I'd like to place the site under version control, which means managing both NanoBlogger's data files and the other non-generated files (stylesheets, images and whatnot) that make up the site with one revision-control system or another. I'd also like to automate deployment of the website from the RCS.

What I've discovered is none of the modern revision-control systems (git, Subversion and Mercurial) preserve timestamps on files they manage. This means a deployment script on the server that checks out a fresh copy of the repository and copies the files over to the webserver's public folder will end up resetting the timestamp on every file, even things like images that haven't changed. This defeats any attempt to use caching effectively and ends up wasting users' time and bandwidth.

So my question is, what tools and workflow do people actually use for versioning and deploying static websites?

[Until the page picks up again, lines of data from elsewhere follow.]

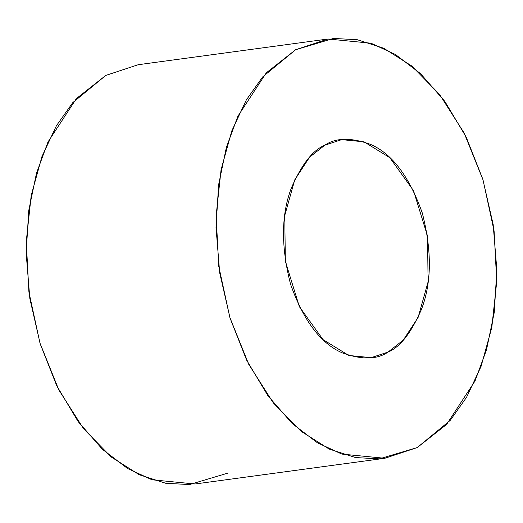 <?xml version="1.0" encoding="UTF-8"?>
<svg xmlns="http://www.w3.org/2000/svg" width="523" height="523" viewBox="0 0 523 523"><rect width="100%" height="100%" fill="white"/><g stroke="black" fill="none" stroke-linecap="round" stroke-linejoin="round"><path stroke-width="0.78" d="M388.053 352.077L403.311 340.061L418.106 317.454L428.095 281.845L427.533 236.082L413.51 190.647L389.805 157.685L364.015 141.818L341.669 139.634L324.809 145.217L309.544 157.233L294.756 179.84L284.767 215.45L285.329 261.212L299.352 306.648L323.051 339.61L348.841 355.477L371.186 357.66L388.053 352.077C377.031 359.674 361.759 359.935 342.232 352.855C320.769 343.572 303.556 320.762 290.605 284.414C280.812 246.359 281.152 214.005 291.638 187.365C301.889 164.104 312.944 150.055 324.809 145.217C335.825 137.621 351.096 137.359 370.624 144.44C392.093 153.723 409.3 176.539 422.251 212.881C432.05 250.942 431.704 283.289 421.224 309.93C410.973 333.197 399.912 347.246 388.053 352.077M417.243 447.557L384.81 458.285L341.839 454.088L317.383 442.772L292.239 423.571L268.018 395.891L246.66 360.19L230.087 318.213L219.693 272.816L216.012 227.328L218.614 184.809L226.367 147.434L237.821 116.322L266.272 72.854L295.619 49.744L328.045 39.009L371.016 43.213L395.473 54.523L420.616 73.723L444.844 101.403L466.196 137.104L482.775 179.082L493.163 224.478L496.85 269.966L494.248 312.493L486.488 349.861L475.034 380.973L446.59 424.441L417.243 447.557L450.251 420.342L466.562 397.297L481.029 366.505L491.783 327.614L496.739 281.557L494.085 230.944L483.01 179.866L464.149 133.019L439.503 94.356L411.817 66.035L383.732 48.253L357.235 39.715L333.491 38.441L295.619 49.744L262.605 76.959L246.3 99.998L231.833 130.796L221.072 169.681L216.123 215.738L218.771 266.351L229.845 317.428L248.713 364.276L273.352 402.939L301.045 431.259L329.13 449.041L355.62 457.579L379.365 458.861L417.243 447.557M328.045 39.009L138.19 64.715L105.757 75.443L76.41 98.559L47.966 142.027L36.512 173.139L28.752 210.508L26.15 253.034L29.837 298.522L40.225 343.918L56.804 385.896L78.156 421.597L102.384 449.277L127.527 468.477L151.984 479.787L194.955 483.991L384.81 458.285M227.381 473.256L189.509 484.56L165.765 483.285L139.268 474.747L111.183 456.965L83.497 428.644L58.851 389.981L39.99 343.134L28.915 292.056L26.261 241.443L31.217 195.386L41.971 156.495L56.438 125.703L72.749 102.658L105.757 75.443"/></g></svg>
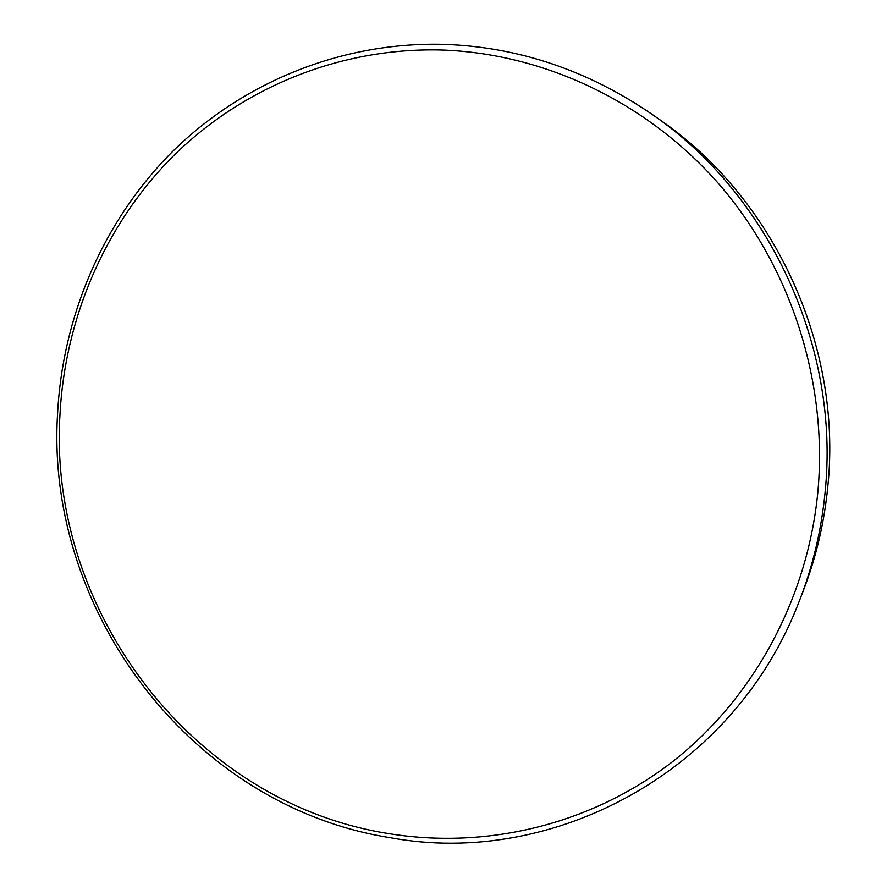 <?xml version="1.0" encoding="UTF-8"?>
<svg xmlns="http://www.w3.org/2000/svg" width="887" height="887" viewBox="0 0 887 887"><rect width="100%" height="100%" fill="white"/><g stroke="black" fill="none" stroke-linecap="round" stroke-linejoin="round"><path stroke-width="1.33" d="M817.847 492.207C807.17 601.874 750.912 701.706 669.607 763.962C587.815 825.786 484.69 849.28 388.65 833.603C193.277 803.023 48.53 611.11 59.872 416.369C64.496 319.763 104.234 225.42 172.932 156.378C242.029 87.957 339.411 47.277 441.637 50.005C543.709 53.386 647.211 101.761 719.468 184.684C791.282 267.929 827.981 382.53 817.847 492.207M443.833 44.35C517.997 46.823 587.338 70.095 651.834 114.157C769.461 194.685 840.2 347.272 825.11 492.152C821.484 529.65 813.013 565.629 799.697 600.078C734.536 772.943 551.814 867.819 390.092 837.672C192.335 806.549 46.035 612.44 57.455 415.438C62.112 317.712 102.282 222.238 171.779 152.298C241.696 82.99 340.275 41.678 443.833 44.35M651.834 114.157L659.673 119.645C773.919 197.879 842.484 345.786 827.837 486.375C824.311 522.776 816.084 557.701 803.145 591.163L799.697 600.078"/></g></svg>
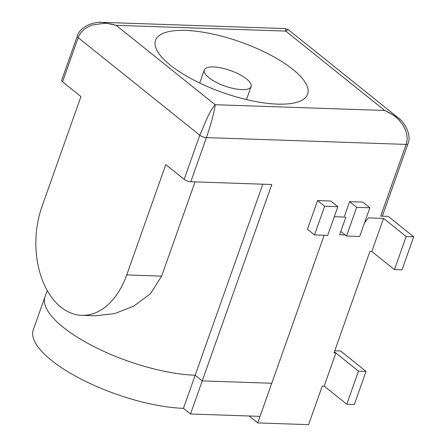 <?xml version="1.0" encoding="UTF-8"?>
<svg xmlns="http://www.w3.org/2000/svg" width="447" height="447" viewBox="0 0 447 447"><rect width="100%" height="100%" fill="white"/><g stroke="black" fill="none" stroke-linecap="round" stroke-linejoin="round"><path stroke-width="0.67" d="M337.831 206.693L330.763 201.021L317.577 200.569L307.419 229.261L314.487 234.926L327.673 235.379L337.831 206.693L324.645 206.24L317.577 200.569M324.645 206.24L314.487 234.926M324.176 235.256L257.723 422.918L249.08 415.989M257.723 422.918L308.592 424.65L322.265 386.035L324.148 386.096L335.87 352.996L334.384 351.806L358.5 371.139L346.777 404.244L324.148 386.096M383.537 218.387L406.167 236.53L394.444 269.63L371.82 251.488L383.537 218.387L368.468 217.873L364.528 222.846M345.179 234.949L339.608 234.759L345.861 217.102L334.283 216.711M335.87 352.996L333.987 352.929L369.932 251.421L371.82 251.488M213.543 66.955A24.82 8.242 19.5 0 0 204.29 70.011A24.82 8.242 19.5 0 0 215.94 82.175A24.82 8.242 19.5 0 0 241.827 89.635A24.82 8.242 19.5 0 0 251.08 86.578A24.82 8.242 19.5 0 0 239.43 74.414A24.82 8.242 19.5 0 0 213.543 66.955M277.553 104.117A80.661 26.792 19.5 0 0 307.631 94.188A80.661 26.792 19.5 0 0 269.77 54.657A80.661 26.792 19.5 0 0 185.634 30.402A80.661 26.792 19.5 0 0 155.556 40.336A80.661 26.792 19.5 0 0 193.422 79.868A80.661 26.792 19.5 0 0 277.553 104.117M262.814 184.192L195.166 375.229A99.279 32.977 -160.5 0 1 91.618 345.38A99.279 32.977 -160.5 0 1 45.018 296.724A99.279 32.977 19.5 0 0 91.618 345.38A99.279 32.977 19.5 0 0 195.166 375.229L202.24 380.894L271.787 184.499L190.774 181.745A4.962 1.648 -160.5 0 1 184.175 179.348L165.792 164.602L126.719 274.939A74.459 48.432 -88.1 0 1 81.767 315.331A74.459 48.432 -88.1 0 1 41.873 206.894L80.946 96.558L62.563 81.818A4.962 1.648 -160.5 0 1 61.652 80.287L77.281 36.151A4.962 1.648 -160.5 0 0 78.191 37.682L62.563 81.818M260.048 416.364L190.517 413.995L202.24 380.894L271.765 383.258L202.24 380.894L195.166 375.229L183.443 408.329A99.279 32.977 -160.5 0 1 79.896 378.48A99.279 32.977 -160.5 0 1 33.296 329.825L47.214 290.533M81.767 315.331L95.356 315.794L114.667 313.593L133.714 306.178L150.477 293.707L161.658 276.129L195.026 181.89M184.175 179.348L199.803 135.212L207.537 117.142C210.14 111.817 212.677 107.671 215.147 104.715C214.806 110.118 210.425 126.434 206.402 137.609L190.774 181.745M99.318 22.411L102.603 22.367L116.159 25.328C111.046 23.892 107.163 23.216 104.514 23.3L92.551 24.92C84.997 27.658 80.209 31.91 78.191 37.682L199.803 135.212A4.962 1.648 -160.5 0 0 206.402 137.609L406.111 144.398C408.167 138.648 407.161 132.29 403.077 125.322C398.35 118.746 395.064 115.22 384.711 110.476L397.567 117.31L399.998 119.455M397.567 117.31L288.293 29.675L285.722 31.089L285.342 28.58L102.603 22.367M369.865 207.777L356.672 207.33L346.514 236.016L359.701 236.469L369.865 207.777L362.791 202.111L349.604 201.658L344.514 216.03M356.672 207.33L349.604 201.658M346.514 236.016L340.787 231.423M398.031 117.717C403.423 121.131 412.184 134.273 407.96 143.789L407.96 143.789A4.962 1.648 -160.5 0 1 406.111 144.398L380.71 216.119L388.247 216.376L413.704 236.787L406.167 236.53M413.704 236.787L401.982 269.887L394.444 269.63M334.747 350.783L340.58 350.984L366.032 371.396L354.315 404.496L346.777 404.244M366.032 371.396L358.5 371.139M190.517 413.995L183.443 408.329M215.147 104.715L384.711 110.476L285.722 31.089L116.159 25.328L215.147 104.715M161.658 276.129L126.719 274.939M204.29 70.011L199.686 83.008M251.08 86.578L246.481 99.58M285.342 28.597L288.276 29.686M382.325 216.175L407.96 143.789M102 22.372C94.893 21.462 80.019 26.077 77.281 36.151"/></g></svg>
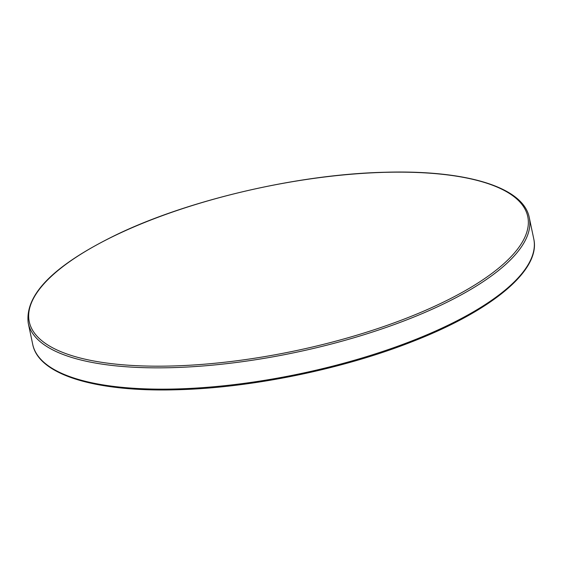 <?xml version="1.0" encoding="UTF-8"?>
<svg xmlns="http://www.w3.org/2000/svg" width="562" height="562" viewBox="0 0 562 562"><rect width="100%" height="100%" fill="white"/><g stroke="black" fill="none" stroke-linecap="round" stroke-linejoin="round"><path stroke-width="0.84" d="M28.241 323.136C24.651 294.558 54.064 265.081 116.475 234.698C188.895 199.728 298.331 174.262 384.71 172.26C465.933 169.787 523.405 187.041 529.264 217.557A256.012 83.78 168.1 0 1 172.232 367.646A256.012 83.78 168.1 0 1 28.241 323.136L32.736 344.443A256.012 83.78 -11.9 0 0 176.721 388.953A256.012 83.78 -11.9 0 0 533.76 238.864C541.023 270.167 491.778 310.8 412.072 341.724C342.153 369.297 251.165 387.906 177.29 389.74C96.067 392.213 38.595 374.959 32.736 344.443M172.513 365.974A254.734 83.359 -11.9 0 0 504.76 262.847A254.734 83.359 -11.9 0 0 384.492 172.351A254.734 83.359 -11.9 0 0 52.252 275.485A254.734 83.359 -11.9 0 0 172.513 365.974M529.264 217.557L533.76 238.864"/></g></svg>

Specifically, how you get around the timestamping issue? Do you

  • simply keep a "permanent" checkout of the repository on the server which just gets updated before each deployment (arguably a bad practice),

  • use a "classic" RCS like CVS that does preserve timestamps, or

  • ignore the problem and accept a bit of bandwidth will be wasted?

Or is there some completely different kind of system or workflow people use instead?

(There's no shortage of information on the mechanics of using revision control with a website, but I've yet to see anyone address the timestamp issue or say much about static websites specifically.)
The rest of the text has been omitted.